Authors:
Wei Ping, Kainan Peng, Andrew Gibiansky, Sercan O. Arık, Ajay Kannan, Sharan Narang
Description:
Deep Voice 3 is a fully-convolutional, attention-based neural text-to-speech (TTS) system designed to match state-of-the-art naturalness in synthesized speech while training significantly faster than other models. It scales to large datasets and can handle multiple speakers.
Training and Data:
Deep Voice 3 uses a fully-convolutional sequence-to-sequence architecture with attention mechanisms. The model is trained on large datasets, including LibriSpeech with 820 hours of audio. The model architecture allows parallel computation, leading to significantly faster training times compared to recurrent models.
Advantages:
Deep Voice 3 offers an order of magnitude faster training compared to Tacotron, scales to very large datasets, handles multiple speakers effectively, and achieves high naturalness in synthesized speech. The model can be efficiently deployed to handle high query throughput on GPU servers.
Limitations:
The quality of synthesized speech depends on the waveform synthesis method used. While WaveNet provides the highest naturalness, it has higher computational costs compared to WORLD or Griffin-Lim. The model’s performance on noisy datasets like LibriSpeech is lower due to varying recording conditions and background noise.
Model Architecture:
The architecture consists of three main components: an encoder, a decoder, and a converter. The encoder converts text into internal representations, the decoder uses these representations to predict mel-spectrograms, and the converter generates vocoder parameters for waveform synthesis. The architecture is fully-convolutional and attention-based.
Dependencies:
Dependencies include TensorFlow or PyTorch for model training and inference, librosa for audio processing and spectrogram computation, and specific vocoder implementations like WORLD and WaveNet.
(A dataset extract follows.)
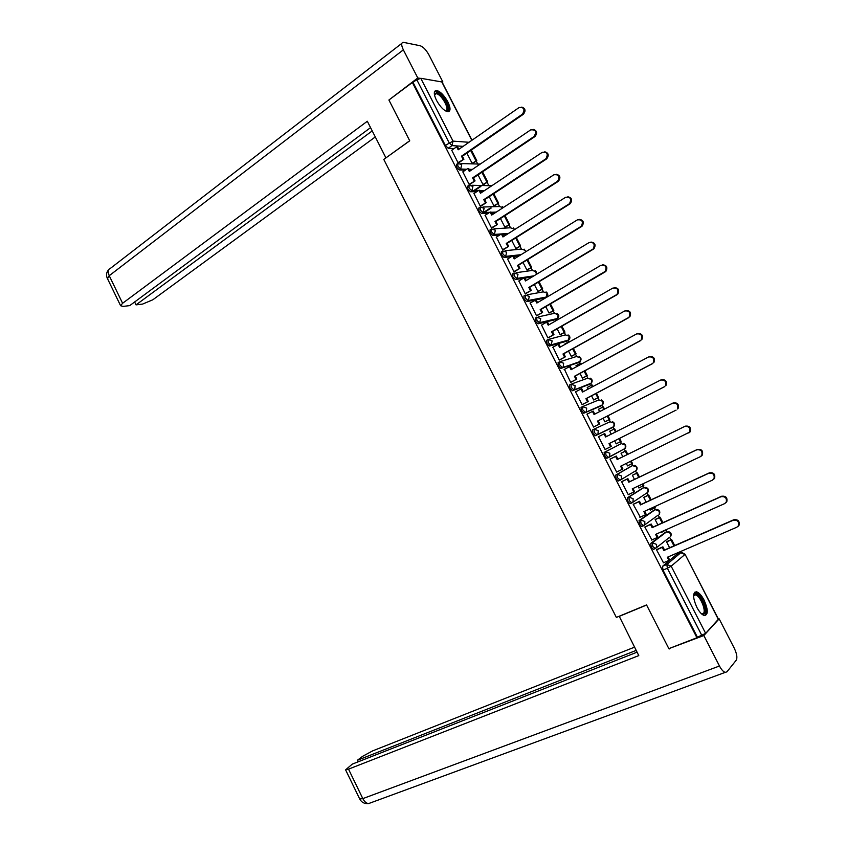 <?xml version="1.0" encoding="UTF-8"?>
<svg xmlns="http://www.w3.org/2000/svg" width="846" height="846" viewBox="0 0 846 846"><rect width="100%" height="100%" fill="white"/><g stroke="black" fill="none" stroke-linecap="round" stroke-linejoin="round"><path stroke-width="1.27" d="M665.294 532.335L650.775 543.386L651.24 547.129L653.313 549.361L655.079 548.694M653.884 510.233L639.068 520.544L639.491 524.224L641.617 526.487L643.404 525.8M642.495 488.205L627.394 497.776L627.795 501.392L629.963 503.687L631.761 502.968M631.148 466.231L615.751 475.071L616.131 478.635L618.331 480.951L620.15 480.211M604.15 452.441L604.499 455.941L606.751 458.289L608.612 457.506L605.979 455.201L605.63 451.711L621.271 443.621L604.15 452.441L605.63 451.711L609.829 453.266L609.617 456.66L608.612 457.506M594.061 429.134L592.581 429.884L592.898 433.321L595.193 435.701L597.022 434.907L594.378 432.57L594.061 429.134L598.228 430.656L597.963 434.125L597.022 434.907L612.906 427.346L613.826 426.585L614.09 423.212L610.029 421.752L594.252 429.038M582.429 406.662L581.054 407.381L581.339 410.765L584.004 413.144L585.474 412.383L582.809 409.993L582.513 406.619L586.659 408.11L586.352 411.664L585.474 412.383L601.686 405.53L602.542 404.832L602.849 401.374L598.809 399.936L583 406.418M570.87 384.253L569.559 384.962L569.813 388.272L572.499 390.704L573.958 389.921L571.272 387.5L571.008 384.179L575.121 385.628L574.762 389.276L573.958 389.921L590.497 383.767L591.291 383.132L591.65 379.6L587.632 378.194L571.78 383.904M559.354 361.908L558.096 362.606L558.328 365.863L560.761 368.348L562.474 367.534L559.766 365.06L559.534 361.802L563.626 363.22L563.214 366.953L562.474 367.534L579.341 362.067L580.07 361.496L580.483 357.89L576.486 356.515L560.602 361.475M547.87 339.627L546.664 340.314L546.865 343.508L549.35 346.035L551.032 345.21L548.303 342.704L548.102 339.5L552.174 340.885L551.032 345.21L568.226 340.441L569.347 336.232L565.371 334.9L549.445 339.14M536.427 317.419L535.275 318.085L535.455 321.226L537.982 323.796L539.621 322.961L536.872 320.401L536.692 317.261L540.742 318.614L539.621 322.961L557.133 318.868L558.244 314.649L554.299 313.348L538.32 316.901M525.017 295.286L523.917 295.931L524.065 299.019L526.646 301.62L528.242 300.774L525.482 298.173L525.324 295.095L529.353 296.407L528.242 300.774L546.082 297.369L547.172 293.128L543.248 291.859L527.217 294.757M513.638 273.205L512.591 273.85L512.718 276.875L515.341 279.508L516.895 278.651L514.114 276.018L513.998 272.994L517.995 274.273L516.895 278.651L533.414 276.177M502.302 251.209L501.308 251.822L501.392 254.794L504.068 257.47L505.591 256.602L502.788 253.927L502.693 250.955L506.669 252.203L505.591 256.602L520.66 254.921M490.997 229.266L490.056 229.869L490.12 232.777L492.837 235.495L494.318 234.617L491.494 231.899L491.431 228.991L495.386 230.197L494.318 234.617L501.107 234.109M479.724 207.397L478.825 207.979L478.868 210.834L481.638 213.583L483.077 212.695L480.242 209.935L480.2 207.08L484.134 208.253L483.077 212.695L489.538 212.452M468.494 185.591L467.637 186.162L467.648 188.954L470.482 191.746L471.867 190.836L469.012 188.045L469.001 185.242L472.914 186.384L471.867 190.836L478.159 190.762M457.305 163.838L456.48 164.399L456.47 167.138L459.346 169.972L460.7 169.052L457.823 166.207L457.866 163.458L461.726 164.579L460.7 169.052L466.696 169.232M447.83 101.827C443.949 94.995 440.11 91.199 436.314 90.427C433.596 90.956 433.649 94.266 436.494 100.346C440.396 107.188 444.224 110.995 447.989 111.757C450.749 111.217 450.685 107.907 447.83 101.827M704.041 600.047C701.493 595.277 698.965 592.528 696.491 591.777C692.546 592.475 692.663 597.636 696.829 607.291C699.388 612.06 701.905 614.82 704.369 615.571C708.345 614.831 708.229 609.659 704.041 600.047M678.175 553.887L677.625 552.808M670.91 539.769L669.62 537.252M666.764 531.69L666.066 530.347M659.468 517.509L658.209 515.066M657.469 515.595L643.584 525.715L641.014 523.537L640.581 519.856L655.386 509.556L654.624 508.076M648.057 495.312L646.841 492.943M644.039 487.486L643.203 485.879M636.678 473.178L635.505 470.894M632.723 465.48L631.825 463.735M625.342 451.119L624.211 448.919M621.44 443.547L620.478 441.665M614.016 429.112L612.948 427.008M610.199 421.668L609.183 419.69M602.733 407.138L601.718 405.181M598.979 399.862L597.921 397.789M591.47 385.237L590.529 383.418M587.801 378.109L586.69 375.952M580.24 363.399L579.373 361.728M576.655 356.43L575.502 354.178M569.051 341.636L568.396 340.356M565.54 334.815L564.335 332.467M557.768 319.703L557.303 318.794M554.458 313.263L553.21 310.82M543.418 291.775L542.106 289.237M532.398 270.35L531.045 267.717M521.411 248.978L520.015 246.271M510.466 227.68L509.017 224.877M499.542 206.435L498.051 203.548M488.65 185.263L487.116 182.281M477.8 164.145L476.213 161.068M685.08 554.31L718.455 619.156L705.649 633.368L697.411 637.218L663.01 570.109L662.524 566.302L676.504 554.606L681.03 552.681M668.858 648.649L696.935 637.736L412.372 82.485L388.906 100.008L409.739 140.817L383.777 159.418L616.353 617.421L646.545 604.922L668.858 648.649M459.399 148.949L458.627 148.896M454.038 148.621L448.211 148.262L451.997 145.618L449.11 142.741L416.845 79.831L420.769 78.287L442.024 81.977L471.994 140.214M416.845 79.831L412.372 82.485M451.743 150.218L458.014 162.686L459.008 162.58M466.876 153.147L472.068 163.246L473.062 163.225M462.836 171.854L469.128 184.365L470.112 184.227M478.032 174.879L482.96 184.46L483.933 184.396M473.982 193.544L480.274 206.096L481.247 205.938M489.231 196.674L493.884 205.726L494.847 205.631M485.149 215.307L491.452 227.902L492.414 227.701M500.462 218.532L504.851 227.056L505.792 226.929M496.359 237.123L502.661 249.76L503.613 249.538M511.724 240.454L515.838 248.46L516.769 248.29M507.6 259.013L513.913 271.693L514.844 271.439M523.029 262.45L526.857 269.916L527.777 269.715M518.884 280.967L525.197 293.699L526.106 293.414M534.355 284.51L537.919 291.436L538.817 291.193M530.209 302.974L536.512 315.759L537.411 315.442M545.723 306.633L549.012 313.02L549.889 312.745M541.577 325.054L547.859 337.892L548.747 337.543M557.133 328.83L560.126 334.667L560.993 334.36M565.287 343.719L565.107 344.343M552.998 347.188L559.238 360.089L560.115 359.719M568.565 351.09L571.283 356.378L572.129 356.039M576.538 365.409L576.01 365.578L576.581 366.699M564.483 369.374L570.659 382.36L571.515 381.948M580.039 373.414L582.471 378.151L583.296 377.781M587.907 387.13L587.219 387.383L588.097 389.107M576.084 391.582L575.502 391.804L582.111 404.695L582.957 404.251M591.544 395.812L593.691 399.999L594.505 399.576M599.296 408.914L598.482 409.316M599.296 408.893L598.45 409.253L599.655 411.6M594.431 426.627L593.606 427.093L586.965 414.159L593.215 411.082L594.78 414.117M603.082 418.273L604.943 421.9L605.747 421.456M610.569 430.847L609.723 431.206L611.235 434.146M610.548 430.794L609.723 431.185M599.359 436.24L598.482 436.61L605.123 449.564L605.979 449.131L605.123 449.554M599.338 436.176L598.471 436.599M614.661 440.808L616.237 443.875L617.051 443.452L616.226 443.864M621.863 452.832L621.017 453.192L622.846 456.745M610.897 458.722L610.008 459.092L616.681 472.11L617.517 471.634L616.649 472.047M626.294 463.46L627.552 465.913L628.356 465.459L627.531 465.86M633.178 474.86L632.353 475.251L634.479 479.396M622.455 481.258L621.588 481.66L628.282 494.709L628.842 494.36M637.969 486.164L638.91 488.015L639.576 487.603M644.536 496.951L643.732 497.385L646.154 502.112M634.045 503.856L633.189 504.301L640.285 517.128M649.675 508.954L650.299 510.18L650.775 509.852M655.925 519.106L655.132 519.581L657.86 524.901M645.678 526.529L644.832 527.005L651.854 539.917M661.413 531.806L662.101 532.134M667.346 541.334L666.574 541.842L669.609 547.764M657.342 549.276L656.517 549.784L663.497 562.77M631.053 503.18L630.386 503.613M613.223 426.881L595.552 435.658M600.322 406.239L584.004 413.144M589.186 384.465L572.499 390.704M578.082 362.765L561.035 368.327M567.021 341.118L549.593 346.025M555.981 319.534L538.193 323.785M544.972 298.014L536.11 299.833M536.47 315.695L542.582 312.438L541.017 309.393L540.192 309.562L605.176 271.429C607.026 266.828 605.609 264.787 600.924 265.306L536.84 303.037L535.275 299.992L526.825 301.61M532.039 277.002L524.943 278.08M523.23 278.334L515.5 279.508M519.296 255.767L513.808 256.391M511.407 256.655L504.195 257.47M506.902 234.448L502.704 234.765M499.732 234.987L492.932 235.495M494.762 213.076L491.642 213.203M488.184 213.34L481.702 213.583M482.823 191.693L480.602 191.704M476.721 191.725L470.503 191.746L471.835 190.836L478.075 190.826M471.053 170.31L469.604 170.268M465.353 170.152L459.346 169.972M413.144 82.601L445.324 145.385L448.211 148.262M549.604 344.523L549.54 346.035M521.781 107.093C525.472 108.457 525.99 110.847 523.346 114.263L522.479 114.147C525.207 109.377 524.108 107.167 519.169 107.505L458.183 149.795L456.65 146.802L457.591 146.866L458.849 149.33M457.972 162.622L463.925 159.217L462.392 156.224L461.461 156.182L522.479 114.147M462.995 159.175L461.461 156.182M451.648 150.281L456.65 146.802M472.079 163.257L476.795 160.677L471.338 150.07M476.795 160.677L472.967 163.289M475.907 160.645L470.693 150.514M462.392 156.224L523.346 114.263M463.925 159.217L458.818 162.718M409.697 140.743L386.019 157.811M385.892 157.8L367.323 121.253L122.596 303.28L120.608 305.723L122.998 306.411L129.713 305.618L370.569 127.63M420.018 78.329L417.787 77.969L403.352 49.851C401.184 45.24 401.141 42.723 403.214 42.3L420.187 45.747C423.19 46.805 426.098 49.84 428.911 54.853L442.87 81.977L442.257 82.422M441.993 81.84L442.87 81.977M134.641 301.98L136.037 304.867L142.583 304.084L152.819 299.791L375.296 136.946M136.037 304.867L372.229 130.908M417.787 77.969L389.35 99.669M619.219 616.237L638.783 655.608L348.52 769.141L362.818 798.613L719.47 666.014L703.83 635.536L668.953 648.618M646.608 605.038L618.912 616.501M634.5 647.179L372.578 750.91L362.532 756.377L357.308 760.321L636.139 650.415M719.47 666.014C721.416 669.662 723.33 671.787 725.212 672.38L726.926 671.84L736.242 660.208C737.522 657.723 736.845 653.694 734.233 648.142L719.153 618.838L703.83 635.536M637.038 652.181L352.264 764.128L345.591 769.849L348.52 769.141M358.059 761.855L357.308 760.321M669.905 648.248L669.154 649.019M719.153 618.838L718.434 619.124M359.687 798.941L362.818 798.613C364.404 801.68 366.339 803.33 368.613 803.573L370.146 803.002M434.421 94.572L436.525 92.584C442.617 93.06 452.42 112.137 445.99 110.995L445.44 110.879M445.239 110.763L445.292 110.763C450.781 111.196 441.739 94.096 436.282 93.705L434.463 94.815M448.486 111.714C451.806 108.383 441.443 91.58 435.827 91.231L434.707 91.305M693.572 595.605L694.28 594.241C698.087 589.884 708.588 610.294 704.411 613.953L701.683 613.995M701.546 613.868L703.333 613.509C706.547 610.833 700.012 595.383 695.465 594.875L693.561 595.796M705.162 615.423C709.138 612.07 701.017 592.951 695.401 592.316L694.598 592.274M533.244 129.406C537.02 130.675 537.601 133.055 534.989 136.534L534.133 136.449C536.808 131.616 535.645 129.438 530.654 129.893L469.319 171.484L467.785 168.491L468.705 168.523L469.995 171.029M469.086 184.291L475.061 180.907L473.527 177.914L472.607 177.893L534.08 136.492M474.151 180.896L472.607 177.893M462.741 171.918L467.785 168.491M482.96 184.46L487.698 181.89L482.537 171.844M487.698 181.89L483.838 184.46M480.909 186.416L474.278 190.836M486.82 181.879L481.892 172.277M473.39 190.836L480.031 186.416M473.527 177.914L534.926 136.566M475.061 180.907L469.9 184.365M544.739 151.783C548.568 152.925 549.234 155.273 546.728 158.826L545.892 158.773C548.42 153.972 547.214 151.815 542.275 152.291L480.486 193.248L478.942 190.244L479.851 190.244L481.163 192.793M480.232 206.022L486.228 202.659L484.684 199.656L483.785 199.677L545.712 158.911M485.329 202.68L483.785 199.677M473.876 193.618L478.942 190.244M493.884 205.726L498.643 203.167L493.768 193.681M498.643 203.167L494.741 205.705M491.156 208.042L484.071 212.653M497.776 203.188L493.112 194.115M483.193 212.684L490.289 208.063M484.684 199.656L546.548 158.953M486.228 202.659L481.025 206.075M556.245 174.244C560.147 175.249 560.898 177.554 558.497 181.181L557.683 181.171C560.073 176.402 558.825 174.265 553.929 174.752L491.685 215.074L490.141 212.06L491.04 212.029L492.372 214.63M491.41 227.828L497.427 224.486L495.883 221.472L494.995 221.525L557.377 181.393M496.549 224.539L494.995 221.525M485.033 215.381L490.141 212.06M504.84 227.045L509.609 224.497L505.03 215.593M509.609 224.497L505.665 227.014M508.763 224.55L504.375 216.016M495.883 221.472L558.201 181.404M497.427 224.486L492.182 227.849M567.782 196.769C571.748 197.626 572.594 199.91 570.31 203.611L569.506 203.632C571.759 198.895 570.468 196.78 565.625 197.287L502.926 236.965L501.371 233.94L502.249 233.877L503.613 236.531M502.63 249.697L508.668 246.376L507.114 243.352L506.246 243.426L569.083 203.939M507.801 246.461L506.246 243.426M496.232 237.208L501.371 233.94M515.827 248.438L520.607 245.9L516.324 237.567M520.607 245.9L516.631 248.375M519.782 245.975L515.669 237.98M507.114 243.352L569.887 203.918M508.668 246.376L503.359 249.697M579.351 219.378C583.38 220.076 584.311 222.329 582.143 226.104L581.361 226.157C583.476 221.472 582.143 219.378 577.353 219.886L514.199 258.918L512.644 255.894L513.501 255.799L514.886 258.495M513.871 271.629L519.941 268.33L518.387 265.295L517.53 265.411L580.821 226.559M519.084 268.446L517.53 265.411M507.452 259.109L512.644 255.894M526.846 269.885L531.648 267.357L527.661 259.606M531.648 267.357L527.618 269.811M530.823 267.463L526.995 260.018M518.387 265.295L581.614 226.506M519.941 268.33L514.58 271.608M590.942 242.062C595.045 242.601 596.07 244.811 594.019 248.671L593.247 248.756C595.235 244.113 593.86 242.041 589.123 242.559L525.503 280.946L523.938 277.9L524.784 277.774L526.201 280.523M525.155 293.625L531.246 290.347L529.681 287.312L528.845 287.45L592.602 249.253M530.4 290.495L528.845 287.45M518.714 281.073L523.938 277.9M537.897 291.405L542.709 288.877L539.029 281.718M542.709 288.877L538.638 291.31M541.905 289.025L538.352 282.109M529.681 287.312L593.374 249.168M531.246 290.347L525.821 293.583M602.563 264.819C606.73 265.2 607.851 267.357 605.926 271.312L604.414 272.021M541.757 312.618L540.192 309.562M530.008 303.09L536.11 299.822L537.538 302.625M548.991 312.978L553.813 310.471L550.429 303.883M553.813 310.471L549.678 312.872M553.02 310.641L549.752 304.285M541.017 309.393L605.176 271.894M542.582 312.438L537.083 315.632M614.207 287.661C618.447 287.862 619.663 289.977 617.866 294.017L617.125 294.175C618.86 289.618 617.4 287.598 612.768 288.116L548.208 325.192L546.643 322.136L547.457 321.945L548.917 324.79M547.817 337.829L553.95 334.593L552.385 331.537L551.571 331.738L616.269 294.852M553.147 334.805L551.571 331.738M541.345 325.192L546.643 322.136M560.105 334.625L564.948 332.118L561.86 326.133M564.948 332.118L560.729 334.508M564.166 332.319L561.184 326.514M552.385 331.537L617.009 294.704M553.95 334.593L548.367 337.755M625.881 310.588C630.185 310.598 631.507 312.66 629.836 316.795L629.117 316.986C630.714 312.481 629.234 310.482 624.644 311L559.618 347.42L558.043 344.354L558.846 344.121L560.327 347.019M559.206 360.026L565.361 356.811L563.785 353.744L562.992 353.988L628.155 317.768M564.568 357.054L562.992 353.988M552.702 347.346L558.043 344.354M571.262 356.335L576.115 353.84L573.334 348.436M569.866 341.678L569.178 342.059M576.115 353.84L571.801 356.219M575.354 354.072L572.647 348.816M564.895 343.941L568.967 341.657M563.785 353.744L628.874 317.567M565.361 356.811L559.671 359.962M637.588 333.588C641.955 333.409 643.372 335.428 641.839 339.648L641.141 339.87C642.622 335.407 641.099 333.44 636.562 333.959L571.061 369.713L569.485 366.635L570.267 366.371L571.78 369.321M570.627 382.286L576.803 379.103L575.227 376.026L574.445 376.29L640.084 340.748M576.02 379.378L574.445 376.29M564.102 369.575L569.485 366.635M582.439 378.099L587.314 375.613L584.84 370.812M581.382 364.076L580.916 363.188L580.166 363.431L580.694 364.457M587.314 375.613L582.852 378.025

Custom GPU kernels are implemented for optimized inference speed and handling high query throughput.
Synthesis:
Uses attention-based sequence-to-sequence conversion from text to mel-spectrograms, followed by vocoder parameter prediction for waveform synthesis. Supports multiple vocoder methods, including Griffin-Lim, WORLD, and WaveNet, allowing flexibility in choosing the synthesis method based on quality and computational requirements.
Dataset:
Used LibriSpeech (820 hours, 2484 speakers) for large-scale training, VCTK (44 hours, 108 speakers) for multi-speaker synthesis, and an internal single-speaker dataset (20 hours, 48 kHz) for single-speaker synthesis. Text preprocessing includes converting text to phonemes and normalizing punctuation and spacing.
Preprocessing:
Text preprocessing includes converting text to phonemes, uppercasing characters, removing intermediate punctuation marks, and replacing spaces with special separator characters to indicate pause durations. Audio preprocessing involves converting waveforms to mel-spectrograms and other vocoder parameters.
Evaluation Metrics:
Evaluated using MOS for naturalness, attention error counts for repeated words, mispronunciations, and skipped words, and training and inference speed comparisons. Evaluations included multiple waveform synthesis methods (Griffin-Lim, WORLD, WaveNet) and comparisons with Tacotron and Deep Voice 2.
Deep Voice 3 achieves a 10x speedup in training compared to Tacotron, converging in approximately 500k iterations. Inference speed reaches 115 queries per second on a single Nvidia Tesla P100 GPU with custom GPU kernels, enabling deployment to handle ten million queries per day. MOS ratings indicate high naturalness for synthesized speech.